• ASSIGNMENT: Reproduce, without alteration, every line of the data; exclude the images.

• DATA:

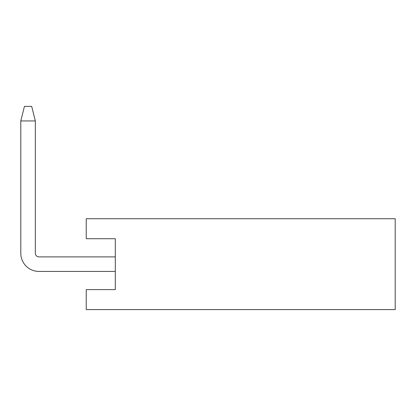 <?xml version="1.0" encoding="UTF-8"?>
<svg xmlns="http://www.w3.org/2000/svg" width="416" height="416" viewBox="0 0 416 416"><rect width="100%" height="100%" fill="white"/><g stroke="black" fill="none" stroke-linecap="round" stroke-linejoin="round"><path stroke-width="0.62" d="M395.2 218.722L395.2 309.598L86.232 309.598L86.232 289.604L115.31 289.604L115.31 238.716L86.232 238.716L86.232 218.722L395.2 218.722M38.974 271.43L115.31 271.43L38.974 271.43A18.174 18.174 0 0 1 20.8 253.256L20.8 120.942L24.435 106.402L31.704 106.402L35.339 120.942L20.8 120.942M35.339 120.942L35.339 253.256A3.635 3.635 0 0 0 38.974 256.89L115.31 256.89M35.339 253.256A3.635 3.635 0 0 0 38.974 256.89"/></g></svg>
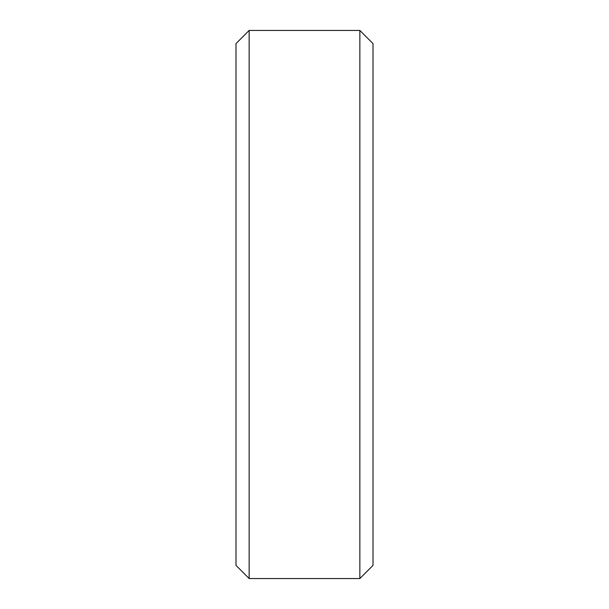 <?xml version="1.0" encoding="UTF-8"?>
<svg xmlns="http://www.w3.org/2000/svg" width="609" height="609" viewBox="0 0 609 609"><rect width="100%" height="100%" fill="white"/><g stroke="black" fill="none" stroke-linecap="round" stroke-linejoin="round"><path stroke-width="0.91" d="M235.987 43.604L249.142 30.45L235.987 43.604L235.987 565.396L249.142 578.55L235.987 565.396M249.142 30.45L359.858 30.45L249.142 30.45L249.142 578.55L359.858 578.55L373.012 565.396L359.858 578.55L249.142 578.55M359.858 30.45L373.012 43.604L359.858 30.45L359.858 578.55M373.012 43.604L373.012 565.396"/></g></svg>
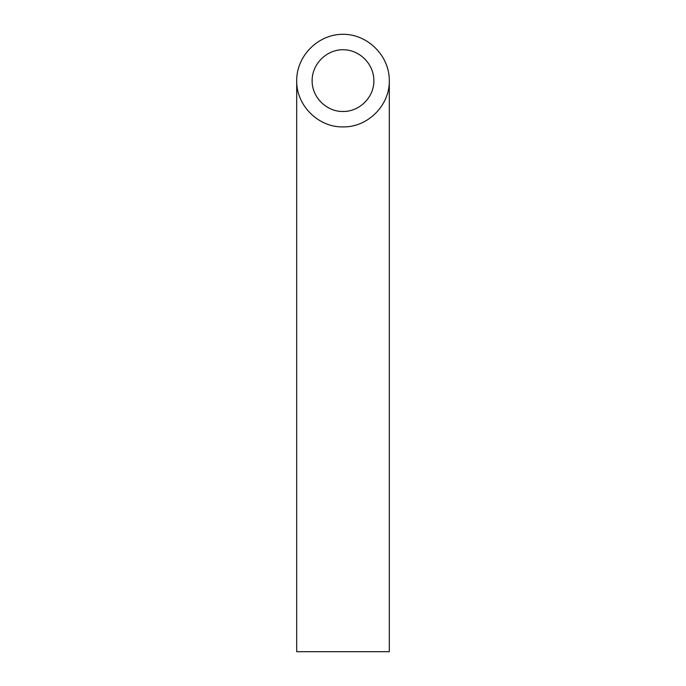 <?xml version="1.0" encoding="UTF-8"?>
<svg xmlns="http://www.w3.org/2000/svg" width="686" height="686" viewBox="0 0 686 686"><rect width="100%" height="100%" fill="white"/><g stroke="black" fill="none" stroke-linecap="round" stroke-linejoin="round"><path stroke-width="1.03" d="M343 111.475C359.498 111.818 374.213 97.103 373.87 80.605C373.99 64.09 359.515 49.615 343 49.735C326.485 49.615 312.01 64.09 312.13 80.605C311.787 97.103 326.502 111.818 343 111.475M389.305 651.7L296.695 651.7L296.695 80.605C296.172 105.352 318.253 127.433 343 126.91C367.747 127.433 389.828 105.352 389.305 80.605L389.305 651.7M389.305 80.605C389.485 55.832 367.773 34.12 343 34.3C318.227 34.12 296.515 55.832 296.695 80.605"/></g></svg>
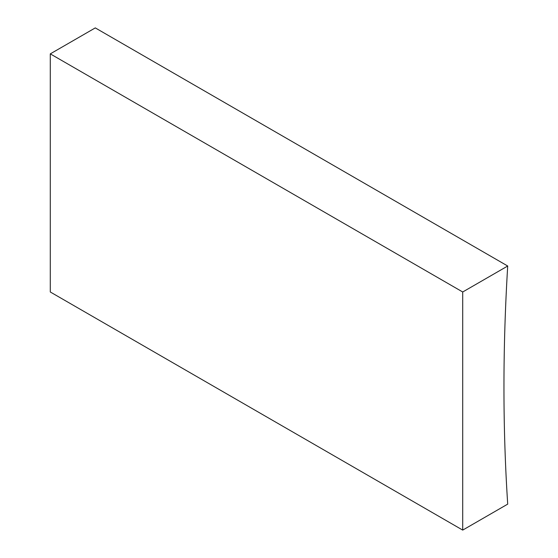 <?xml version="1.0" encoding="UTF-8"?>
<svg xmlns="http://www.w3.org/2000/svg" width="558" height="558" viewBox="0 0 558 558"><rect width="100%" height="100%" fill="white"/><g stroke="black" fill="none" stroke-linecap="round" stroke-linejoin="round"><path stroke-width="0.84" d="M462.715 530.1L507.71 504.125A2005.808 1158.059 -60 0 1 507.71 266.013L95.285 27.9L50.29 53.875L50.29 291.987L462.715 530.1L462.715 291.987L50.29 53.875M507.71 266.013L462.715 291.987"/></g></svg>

• RESPONSE:
 <?xml version="1.0" encoding="UTF-8"?>
<svg xmlns="http://www.w3.org/2000/svg" width="416" height="416" viewBox="0 0 416 416"><rect width="100%" height="100%" fill="white"/><g stroke="black" fill="none" stroke-linecap="round" stroke-linejoin="round"><path stroke-width="0.62" d="M395.2 218.722L395.2 309.598L86.232 309.598L86.232 289.604L115.31 289.604L115.31 238.716L86.232 238.716L86.232 218.722L395.2 218.722M38.974 271.43L115.31 271.43L38.974 271.43A18.174 18.174 0 0 1 20.8 253.256L20.8 120.942L24.435 106.402L31.704 106.402L35.339 120.942L20.8 120.942M35.339 120.942L35.339 253.256A3.635 3.635 0 0 0 38.974 256.89L115.31 256.89M35.339 253.256A3.635 3.635 0 0 0 38.974 256.89"/></g></svg>
 <?xml version="1.0" encoding="UTF-8"?>
<svg xmlns="http://www.w3.org/2000/svg" width="609" height="609" viewBox="0 0 609 609"><rect width="100%" height="100%" fill="white"/><g stroke="black" fill="none" stroke-linecap="round" stroke-linejoin="round"><path stroke-width="0.91" d="M235.987 43.604L249.142 30.45L235.987 43.604L235.987 565.396L249.142 578.55L235.987 565.396M249.142 30.45L359.858 30.45L249.142 30.45L249.142 578.55L359.858 578.55L373.012 565.396L359.858 578.55L249.142 578.55M359.858 30.45L373.012 43.604L359.858 30.45L359.858 578.55M373.012 43.604L373.012 565.396"/></g></svg>
 <?xml version="1.0" encoding="UTF-8"?>
<svg xmlns="http://www.w3.org/2000/svg" width="686" height="686" viewBox="0 0 686 686"><rect width="100%" height="100%" fill="white"/><g stroke="black" fill="none" stroke-linecap="round" stroke-linejoin="round"><path stroke-width="1.03" d="M343 111.475C359.498 111.818 374.213 97.103 373.87 80.605C373.99 64.09 359.515 49.615 343 49.735C326.485 49.615 312.01 64.09 312.13 80.605C311.787 97.103 326.502 111.818 343 111.475M389.305 651.7L296.695 651.7L296.695 80.605C296.172 105.352 318.253 127.433 343 126.91C367.747 127.433 389.828 105.352 389.305 80.605L389.305 651.7M389.305 80.605C389.485 55.832 367.773 34.12 343 34.3C318.227 34.12 296.515 55.832 296.695 80.605"/></g></svg>
 <?xml version="1.0" encoding="UTF-8"?>
<svg xmlns="http://www.w3.org/2000/svg" width="558" height="558" viewBox="0 0 558 558"><rect width="100%" height="100%" fill="white"/><g stroke="black" fill="none" stroke-linecap="round" stroke-linejoin="round"><path stroke-width="0.84" d="M462.715 530.1L507.71 504.125A2005.808 1158.059 -60 0 1 507.71 266.013L95.285 27.9L50.29 53.875L50.29 291.987L462.715 530.1L462.715 291.987L50.29 53.875M507.71 266.013L462.715 291.987"/></g></svg>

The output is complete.